A good vodka is hard to find. Sure, in something like Penne alla Vodka (or even in Dirty Martini Chicken) any old vodka will do, since you likely won’t taste its flavor, even as it enhances the aroma and flavors of your sauce. But in the vodka cocktails you know and love—your Moscow mules, your cosmos, your Poo Drivers—finding the right spirit is the difference between after-work nirvana and grimace-inducing jet fuel.

As cocktail writer and The Encyclopedia of Cocktails author Robert Simonson explains, vodka is no longer made exclusively with potatoes, as it was decades ago. “Vodka can be made from anything,” he says. “As it became more popular, it was just made with whatever was available.” That means everything from wheat to beets to rye to rice can be turned into vodka these days. Those core ingredients are combined with water and fermented with yeasts for one to two weeks. Then, after the fermentation process, vodka is distilled.

That last step is important. Many vodkas advertise that they’ve been distilled several times. The reason why, Simonson explains, is because additional distillation results in a smoother, more neutral flavor, which is what appeals to the average consumer. Fewer distillations mean the vodka retains more of the character from the material used to make it—the grains, beets, what have you—though it’s admittedly more intense to drink and trickier to mix into cocktails.

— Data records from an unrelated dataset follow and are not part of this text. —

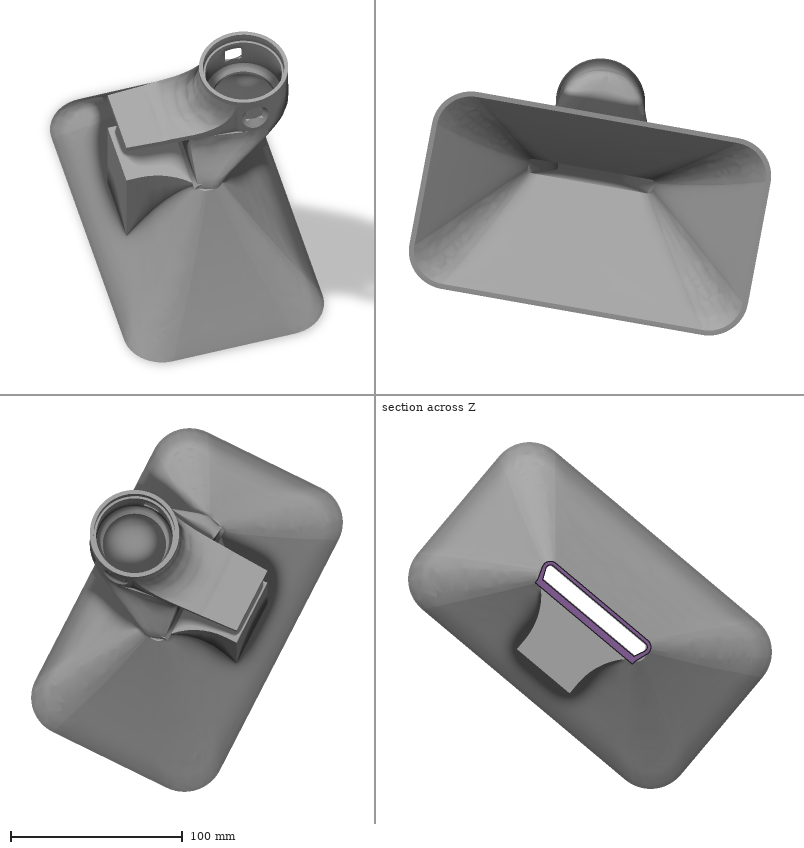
import cadquery as cq
import math

PLAN_ANGLE = -40.0

TOTAL_HEIGHT = 131.46
PLATE_BOTTOM = 103.5
PLATE_THICKNESS = 3.2
PLATE_TOP = PLATE_BOTTOM + PLATE_THICKNESS
BLOCK_TOP = 75.4
BLOCK_BOTTOM = 21.8

MOUTH_LENGTH = 200.0
MOUTH_WIDTH = 120.0
MOUTH_RADIUS = 23.0
MOUTH_TILT = 0.3
MOUTH_MEAN_HEIGHT = MOUTH_LENGTH / 2 * math.sin(math.radians(MOUTH_TILT))
HOOD_INSET = 3.0
HOOD_SAG = 2.0
HOOD_SHARES = (0, 0.65, 1)

NECK_HALF_LENGTH = 40.0
NECK_FRONT_HALF = 37.0
NECK_FRONT = -4.0
NECK_BACK = 10.6
NECK_RADIUS = 5.0
NECK_WALL = 2.4
NECK_TOP_FRONT_HALF = 21.0
NECK_CEILING = 101.0
NECK_LEVELS = 7
NECK_FRONT_BIAS = 1.35
NECK_BACK_BIAS = 1.1
BACK_FLAT_HALF = 0.3
NECK_CHAMFER_TOP = 3.2
NECK_CHAMFER_BOTTOM = 2.7
NECK_CHAMFER_REACH = 2.0

SOCKET_Y = 34.2
SOCKET_RADIUS = 26.0
RIM_BORE_RADIUS = 23.7
RIM_BORE_DEPTH = 5.7
SOCKET_BORE_RADIUS = 22.3
FUNNEL_TOP = 106.3
FUNNEL_MIDDLE = 104.5
FUNNEL_MIDDLE_RADIUS = 20.4
FUNNEL_BOTTOM = 103.0
THROAT_RADIUS = 18.4
THROAT_BOTTOM = NECK_CEILING - 0.5

WINDOW_SIZE = 10.0
WINDOW_HEIGHT = 115.8
DISH_OUTER_RADIUS = 9.5
DISH_INNER_RADIUS = 5.5

BRACKET_FRONT = -42.3
BRACKET_HALF_WIDTH = 20.0
SCOOP_SIDE_HALF = 23.5
SCOOP_SIDE_Y = SOCKET_Y - math.sqrt(SOCKET_RADIUS ** 2 - SCOOP_SIDE_HALF ** 2)
SIDE_OVERLAP = 2.0
PLATE_BACK = SCOOP_SIDE_Y + SIDE_OVERLAP
SCOOP_START = -20.0
SCOOP_STEEPNESS = 1.6
SCOOP_LEVELS = 7
SCOOP_END_CROWN = 0.2
FLARE_START = -34.8
FLARE_END = -2.0


def mouth_plane():
    tilt = math.radians(MOUTH_TILT)
    normal = (-math.sin(tilt), 0, math.cos(tilt))
    return cq.Plane((0, 0, MOUTH_MEAN_HEIGHT), (math.cos(tilt), 0, math.sin(tilt)), normal)


def rounded_rectangle(plane, length, width, radius):
    x = length / 2
    y = width / 2
    cut = radius * (1 - math.sqrt(0.5))
    return (
        cq.Workplane(plane)
        .moveTo(radius - x, -y)
        .lineTo(x - radius, -y)
        .threePointArc((x - cut, cut - y), (x, radius - y))
        .lineTo(x, y - radius)
        .threePointArc((x - cut, y - cut), (x - radius, y))
        .lineTo(radius - x, y)
        .threePointArc((cut - x, y - cut), (-x, y - radius))
        .lineTo(-x, radius - y)
        .threePointArc((cut - x, cut - y), (radius - x, -y))
        .close()
        .val()
    )


def blend(start, end, share):
    return start + (end - start) * share


def ease(rise, bias):
    """S-shaped passage from 0 to 1; a larger bias makes it happen lower down."""
    drop = (1 - rise) ** bias
    return 1 - drop * drop * (3 - 2 * drop)


def hood(inset):
    """Slightly concave funnel from the mouth to the foot of the neck, shrunk by the inset."""
    neck_length = 2 * NECK_HALF_LENGTH
    neck_width = NECK_BACK - NECK_FRONT
    neck_y = (NECK_FRONT + NECK_BACK) / 2
    sections = []
    for share in HOOD_SHARES:
        sag = HOOD_SAG * 4 * share * (1 - share) + inset
        height = blend(MOUTH_MEAN_HEIGHT, BLOCK_TOP, share)
        plane = mouth_plane() if share == 0 else cq.Plane((0, neck_y * share, height))
        sections.append(rounded_rectangle(
            plane,
            blend(MOUTH_LENGTH, neck_length, share) - 2 * sag,
            blend(MOUTH_WIDTH, neck_width, share) - 2 * sag,
            blend(MOUTH_RADIUS, NECK_RADIUS, share) - inset,
        ))
    return cq.Workplane(cq.Solid.makeLoft(sections))


def neck_section(height, front_share, back_share, wall):
    """Flat front edge joined by tangent sides to two back corner arcs; shares run from foot to socket."""
    front_x = blend(NECK_FRONT_HALF, NECK_TOP_FRONT_HALF, front_share) - wall
    front_y = NECK_FRONT + wall
    radius = blend(NECK_RADIUS, SOCKET_RADIUS - BACK_FLAT_HALF, back_share) - wall
    centre_x = blend(NECK_HALF_LENGTH - NECK_RADIUS, BACK_FLAT_HALF, back_share)
    centre_y = blend(NECK_BACK - NECK_RADIUS, SOCKET_Y, back_share)
    reach = math.hypot(front_x - centre_x, front_y - centre_y)
    side_angle = math.atan2(front_y - centre_y, front_x - centre_x) + math.acos(radius / reach)
    middle_angle = (side_angle + math.pi / 2) / 2

    def arc_point(angle, side):
        return side * (centre_x + radius * math.cos(angle)), centre_y + radius * math.sin(angle)

    return (
        cq.Workplane(cq.Plane((0, 0, height)))
        .moveTo(-front_x, front_y)
        .lineTo(front_x, front_y)
        .lineTo(*arc_point(side_angle, 1))
        .threePointArc(arc_point(middle_angle, 1), arc_point(math.pi / 2, 1))
        .lineTo(*arc_point(math.pi / 2, -1))
        .threePointArc(arc_point(middle_angle, -1), arc_point(side_angle, -1))
        .close()
        .val()
    )


def neck(wall):
    """S-curved duct from the neck foot up to the socket, shrunk by the wall."""
    sections = []
    for level in range(NECK_LEVELS):
        rise = level / (NECK_LEVELS - 1)
        front_share = ease(rise, NECK_FRONT_BIAS)
        back_share = ease(rise, NECK_BACK_BIAS)
        sections.append(neck_section(blend(BLOCK_TOP, PLATE_BOTTOM, rise), front_share, back_share, wall))
    return cq.Workplane(cq.Solid.makeLoft(sections))


def neck_cavity():
    """Inside of the neck, stopped short of the socket floor."""
    top_slab = cq.Workplane(cq.Plane((0, 0, NECK_CEILING))).rect(MOUTH_LENGTH, MOUTH_LENGTH)
    return neck(NECK_WALL).cut(top_slab.extrude(PLATE_TOP - NECK_CEILING))


def front_chamfer(corner_height, rise, half_width):
    """Triangular strip in the corner between the neck front and a bracket face."""
    return (
        cq.Workplane("YZ", origin=(-half_width, 0, 0))
        .moveTo(NECK_FRONT - NECK_CHAMFER_REACH, corner_height)
        .lineTo(NECK_FRONT + NECK_WALL, corner_height)
        .lineTo(NECK_FRONT + NECK_WALL, corner_height + rise)
        .lineTo(NECK_FRONT, corner_height + rise)
        .close()
        .extrude(2 * half_width)
    )


def block():
    """Bracket block under the neck, flaring from the bracket width to the neck width."""
    spread = NECK_FRONT_HALF - BRACKET_HALF_WIDTH
    run = FLARE_END - FLARE_START
    flare_radius = (spread ** 2 + run ** 2) / (2 * spread)
    half_turn = math.asin(run / flare_radius) / 2
    flare_middle_x = BRACKET_HALF_WIDTH + flare_radius * (1 - math.cos(half_turn))
    flare_middle_y = FLARE_START + flare_radius * math.sin(half_turn)
    return (
        cq.Workplane(cq.Plane((0, 0, BLOCK_BOTTOM)))
        .moveTo(-BRACKET_HALF_WIDTH, BRACKET_FRONT)
        .lineTo(BRACKET_HALF_WIDTH, BRACKET_FRONT)
        .lineTo(BRACKET_HALF_WIDTH, FLARE_START)
        .threePointArc((flare_middle_x, flare_middle_y), (NECK_FRONT_HALF, FLARE_END))
        .lineTo(-NECK_FRONT_HALF, FLARE_END)
        .threePointArc((-flare_middle_x, flare_middle_y), (-BRACKET_HALF_WIDTH, FLARE_START))
        .close()
        .extrude(BLOCK_TOP - BLOCK_BOTTOM)
    )


def plate_half_width(y):
    share = (y - BRACKET_FRONT) / (SCOOP_SIDE_Y - BRACKET_FRONT)
    return blend(BRACKET_HALF_WIDTH, SCOOP_SIDE_HALF, share)


def plate():
    """Bracket plate, widening towards the socket."""
    return (
        cq.Workplane(cq.Plane((0, 0, PLATE_BOTTOM)))
        .polyline([
            (-BRACKET_HALF_WIDTH, BRACKET_FRONT),
            (BRACKET_HALF_WIDTH, BRACKET_FRONT),
            (plate_half_width(PLATE_BACK), PLATE_BACK),
            (-plate_half_width(PLATE_BACK), PLATE_BACK),
        ])
        .close()
        .extrude(PLATE_THICKNESS)
    )


def scoop_section(height, forward):
    """Front arc of the socket slid forward and flattened; forward 1 is the straight plate end."""
    side_y = blend(SCOOP_SIDE_Y, SCOOP_START, forward)
    crown_y = blend(SOCKET_Y - SOCKET_RADIUS, SCOOP_START - SCOOP_END_CROWN, forward)
    side_x = plate_half_width(side_y)
    return (
        cq.Workplane(cq.Plane((0, 0, height)))
        .moveTo(-side_x, side_y)
        .threePointArc((0, crown_y), (side_x, side_y))
        .lineTo(plate_half_width(PLATE_BACK), PLATE_BACK)
        .lineTo(-plate_half_width(PLATE_BACK), PLATE_BACK)
        .close()
        .val()
    )


def scoop():
    """Hollow-curved ramp from the plate up to the front of the socket."""
    sections = []
    for level in range(SCOOP_LEVELS):
        rise = (level / (SCOOP_LEVELS - 1)) ** 2
        angle = math.acos(1 - rise ** (1 / SCOOP_STEEPNESS))
        height = blend(PLATE_TOP, TOTAL_HEIGHT, rise)
        sections.append(scoop_section(height, 1 - math.sin(angle)))
    return cq.Workplane(cq.Solid.makeLoft(sections))


def disc(radius, bottom, top):
    return cq.Workplane(cq.Plane((0, SOCKET_Y, bottom))).circle(radius).extrude(top - bottom)


def socket_bore():
    """Stepped bore whose floor funnels in two slopes to a throat into the neck."""
    rim_step = TOTAL_HEIGHT - RIM_BORE_DEPTH
    profile = (
        cq.Workplane("XZ")
        .moveTo(0, TOTAL_HEIGHT)
        .lineTo(RIM_BORE_RADIUS, TOTAL_HEIGHT)
        .lineTo(RIM_BORE_RADIUS, rim_step)
        .lineTo(SOCKET_BORE_RADIUS, rim_step)
        .lineTo(SOCKET_BORE_RADIUS, FUNNEL_TOP)
        .lineTo(FUNNEL_MIDDLE_RADIUS, FUNNEL_MIDDLE)
        .lineTo(THROAT_RADIUS, FUNNEL_BOTTOM)
        .lineTo(THROAT_RADIUS, THROAT_BOTTOM)
        .lineTo(0, THROAT_BOTTOM)
        .close()
    )
    return profile.revolve(360, (0, 0, 0), (0, 1, 0)).translate((0, SOCKET_Y, 0))


def windows():
    """Square window through both sides of the socket, each with a conical dish outside."""
    cutter = cq.Workplane("XY").box(2 * SOCKET_RADIUS, WINDOW_SIZE, WINDOW_SIZE)
    for side in (-1, 1):
        dish = cq.Solid.makeCone(
            DISH_OUTER_RADIUS,
            DISH_INNER_RADIUS,
            SOCKET_RADIUS - SOCKET_BORE_RADIUS,
            pnt=cq.Vector(side * SOCKET_RADIUS, 0, 0),
            dir=cq.Vector(-side, 0, 0),
        )
        cutter = cutter.union(cq.Workplane(dish))
    return cutter.translate((0, SOCKET_Y, WINDOW_HEIGHT))


body = hood(0).union(neck(0)).union(block())
body = body.union(front_chamfer(BLOCK_TOP, NECK_CHAMFER_BOTTOM, NECK_FRONT_HALF))
body = body.union(front_chamfer(PLATE_BOTTOM, -NECK_CHAMFER_TOP, NECK_TOP_FRONT_HALF))
body = body.union(plate()).union(scoop()).union(disc(SOCKET_RADIUS, PLATE_BOTTOM, TOTAL_HEIGHT))
body = body.cut(hood(HOOD_INSET)).cut(neck_cavity()).cut(socket_bore()).cut(windows())

result = body.rotate((0, 0, 0), (0, 0, 1), PLAN_ANGLE)

The best vodka should be a chameleon: subtle enough to turn into drinks (hello, Bloody Mary) but self-sufficient enough to pour over ice and call it a day. That is what we set out to find in this month’s taste test.

How we set up our blind taste test

Vodka should start out colder than hell frozen over, no matter how you’re enjoying it. We froze our 11 bottles until they were frosty. Vodka is happy to live in your freezer indefinitely; its freezing point (about minus 16°F) is below the temperatures of most freezers (usually around 0°F). We tasted a sip of each chilled vodka straight up, followed by a sip of a martini made with the same vodka for a total of 22 (!) tastes. Admittedly, that’s a lot of vodka to drink in the middle of the work day, but we all made it out alive, mostly.

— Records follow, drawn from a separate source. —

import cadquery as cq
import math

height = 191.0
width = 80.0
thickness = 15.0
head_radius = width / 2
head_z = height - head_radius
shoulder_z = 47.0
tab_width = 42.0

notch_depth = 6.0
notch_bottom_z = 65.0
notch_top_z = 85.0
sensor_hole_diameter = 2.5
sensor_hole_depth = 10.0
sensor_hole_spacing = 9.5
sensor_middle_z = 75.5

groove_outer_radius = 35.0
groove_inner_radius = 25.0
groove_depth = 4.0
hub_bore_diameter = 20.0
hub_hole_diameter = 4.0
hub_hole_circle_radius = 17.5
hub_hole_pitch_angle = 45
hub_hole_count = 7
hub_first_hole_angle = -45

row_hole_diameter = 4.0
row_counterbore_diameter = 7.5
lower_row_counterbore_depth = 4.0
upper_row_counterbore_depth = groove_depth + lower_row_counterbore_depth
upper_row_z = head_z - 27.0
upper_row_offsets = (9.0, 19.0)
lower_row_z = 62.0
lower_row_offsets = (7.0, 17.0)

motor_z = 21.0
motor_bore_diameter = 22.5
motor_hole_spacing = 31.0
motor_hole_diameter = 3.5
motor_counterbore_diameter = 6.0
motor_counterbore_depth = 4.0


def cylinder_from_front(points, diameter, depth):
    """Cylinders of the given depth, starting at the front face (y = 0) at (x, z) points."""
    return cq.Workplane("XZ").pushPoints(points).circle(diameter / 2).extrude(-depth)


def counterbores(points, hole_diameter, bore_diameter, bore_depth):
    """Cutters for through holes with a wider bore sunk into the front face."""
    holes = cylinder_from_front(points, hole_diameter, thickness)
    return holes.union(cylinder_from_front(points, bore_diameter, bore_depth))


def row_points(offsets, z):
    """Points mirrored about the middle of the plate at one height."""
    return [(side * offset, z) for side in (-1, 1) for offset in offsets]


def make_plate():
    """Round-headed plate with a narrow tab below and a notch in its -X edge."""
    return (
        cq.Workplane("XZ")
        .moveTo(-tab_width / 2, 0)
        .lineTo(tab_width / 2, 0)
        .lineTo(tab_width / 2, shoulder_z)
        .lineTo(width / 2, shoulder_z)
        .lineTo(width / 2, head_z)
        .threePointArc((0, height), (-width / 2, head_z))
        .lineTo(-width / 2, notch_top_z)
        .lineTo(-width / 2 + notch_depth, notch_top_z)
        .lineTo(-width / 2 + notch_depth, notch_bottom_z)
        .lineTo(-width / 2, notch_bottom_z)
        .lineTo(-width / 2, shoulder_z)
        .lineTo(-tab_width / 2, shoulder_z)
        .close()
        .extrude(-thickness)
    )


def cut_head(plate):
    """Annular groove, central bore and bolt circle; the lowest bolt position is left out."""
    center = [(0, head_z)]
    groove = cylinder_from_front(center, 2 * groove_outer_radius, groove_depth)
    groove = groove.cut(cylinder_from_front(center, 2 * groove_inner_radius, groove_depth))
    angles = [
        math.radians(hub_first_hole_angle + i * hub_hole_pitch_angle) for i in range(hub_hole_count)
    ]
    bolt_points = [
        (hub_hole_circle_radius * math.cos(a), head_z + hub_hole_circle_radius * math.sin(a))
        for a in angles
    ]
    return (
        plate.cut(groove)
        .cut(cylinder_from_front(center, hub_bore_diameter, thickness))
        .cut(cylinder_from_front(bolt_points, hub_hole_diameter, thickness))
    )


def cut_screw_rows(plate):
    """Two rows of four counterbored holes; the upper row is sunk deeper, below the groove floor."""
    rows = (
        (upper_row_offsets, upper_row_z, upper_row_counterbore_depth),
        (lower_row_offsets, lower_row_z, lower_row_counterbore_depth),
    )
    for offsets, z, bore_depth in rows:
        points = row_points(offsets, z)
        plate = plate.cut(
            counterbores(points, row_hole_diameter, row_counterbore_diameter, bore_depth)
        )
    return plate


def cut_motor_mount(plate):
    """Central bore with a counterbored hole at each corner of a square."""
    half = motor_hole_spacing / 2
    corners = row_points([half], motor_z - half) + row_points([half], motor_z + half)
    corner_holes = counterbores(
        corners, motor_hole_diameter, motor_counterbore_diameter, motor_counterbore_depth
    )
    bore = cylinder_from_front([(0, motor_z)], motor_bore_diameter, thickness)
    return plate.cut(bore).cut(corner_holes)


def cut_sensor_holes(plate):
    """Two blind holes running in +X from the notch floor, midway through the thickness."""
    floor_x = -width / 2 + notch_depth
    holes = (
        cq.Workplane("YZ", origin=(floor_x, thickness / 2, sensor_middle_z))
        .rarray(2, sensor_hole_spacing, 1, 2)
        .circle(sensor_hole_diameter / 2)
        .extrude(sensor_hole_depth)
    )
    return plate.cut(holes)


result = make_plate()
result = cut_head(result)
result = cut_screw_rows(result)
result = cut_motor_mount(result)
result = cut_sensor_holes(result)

For our martini recipe, we turned to cocktail connoisseur and all-around mensch Stanley Tucci. Stanley, who I’d like to think I’m on a first-name basis with, prefers an extra-dry martini; that is, with vermouth stirred into ice in a beaker, then discarded (also known as a wash). But to distinguish our martini further from the straight vodka tasting, we kept the vermouth. Forgive us, Stanley! It was for science!

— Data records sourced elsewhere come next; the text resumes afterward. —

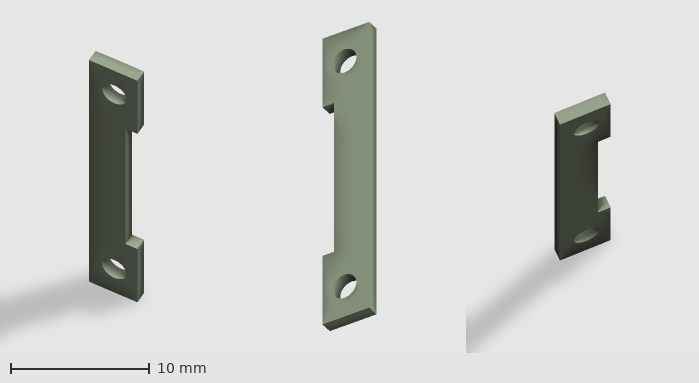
import cadquery as cq

width = 4.0
thickness = 1.0
height = 25.0

hole_diameter = 2.0
hole_from_left = 2.1
hole_from_end = 2.65

notch_depth = 1.0
notch_height = 13.0


def make_strap():
    return cq.Workplane("XY").box(width, thickness, height)


def make_notch():
    notch = cq.Workplane("XY").box(notch_depth, thickness, notch_height)
    return notch.translate(((width - notch_depth) / 2, 0, 0))


def make_holes():
    hole_x = hole_from_left - width / 2
    hole_z = height / 2 - hole_from_end
    return (
        cq.Workplane("XZ")
        .pushPoints([(hole_x, -hole_z), (hole_x, hole_z)])
        .circle(hole_diameter / 2)
        .extrude(thickness / 2, both=True)
    )


result = make_strap().cut(make_notch()).cut(make_holes())

Side view of a martini glass filled with a lemon twist peeking over its edge.

Gin or vodka? Stanley Tucci’s martini recipe allows for either, depending on your mood. Just make sure it’s stirred, never shaken.

View Recipe

How we picked the products

There are hundreds of brands of vodka out there—from craft-made to ultrarare special editions to candy-flavored varieties. We stayed away from those and instead looked at the most popular vodka brands across the US based on sales data. We also put a call out to the Bon Appétit staff, asking their preferred vodkas. After distilling (pun!) all this information, we narrowed down to 11 picks. This taste test covers the vodkas you’ll find in most liquor stores and bars, so you can choose the best bottle in any environment—from your local dive to a glitzy cocktail spot to your own bar cart at home.

How our editors evaluated

In some taste tests, like mac and cheese or boxed brownies, the difference between contenders is obvious before we even take a bite. This was not the case with vodka. Each glass was filled with the same clear liquid, so we had to zero in on flavor here. When we asked our taste testers what they wanted in a vodka, they threw out words like “smooth,” “neutral,” and “something that doesn’t taste like battery acid.” To us, the ideal vodka falls somewhere between silky and tasteless and intense and flavorful. We wanted to be able to detect a few delicate flavors—herbal, floral, malty, or anything else, for that matter—with a peppery, boozy finish.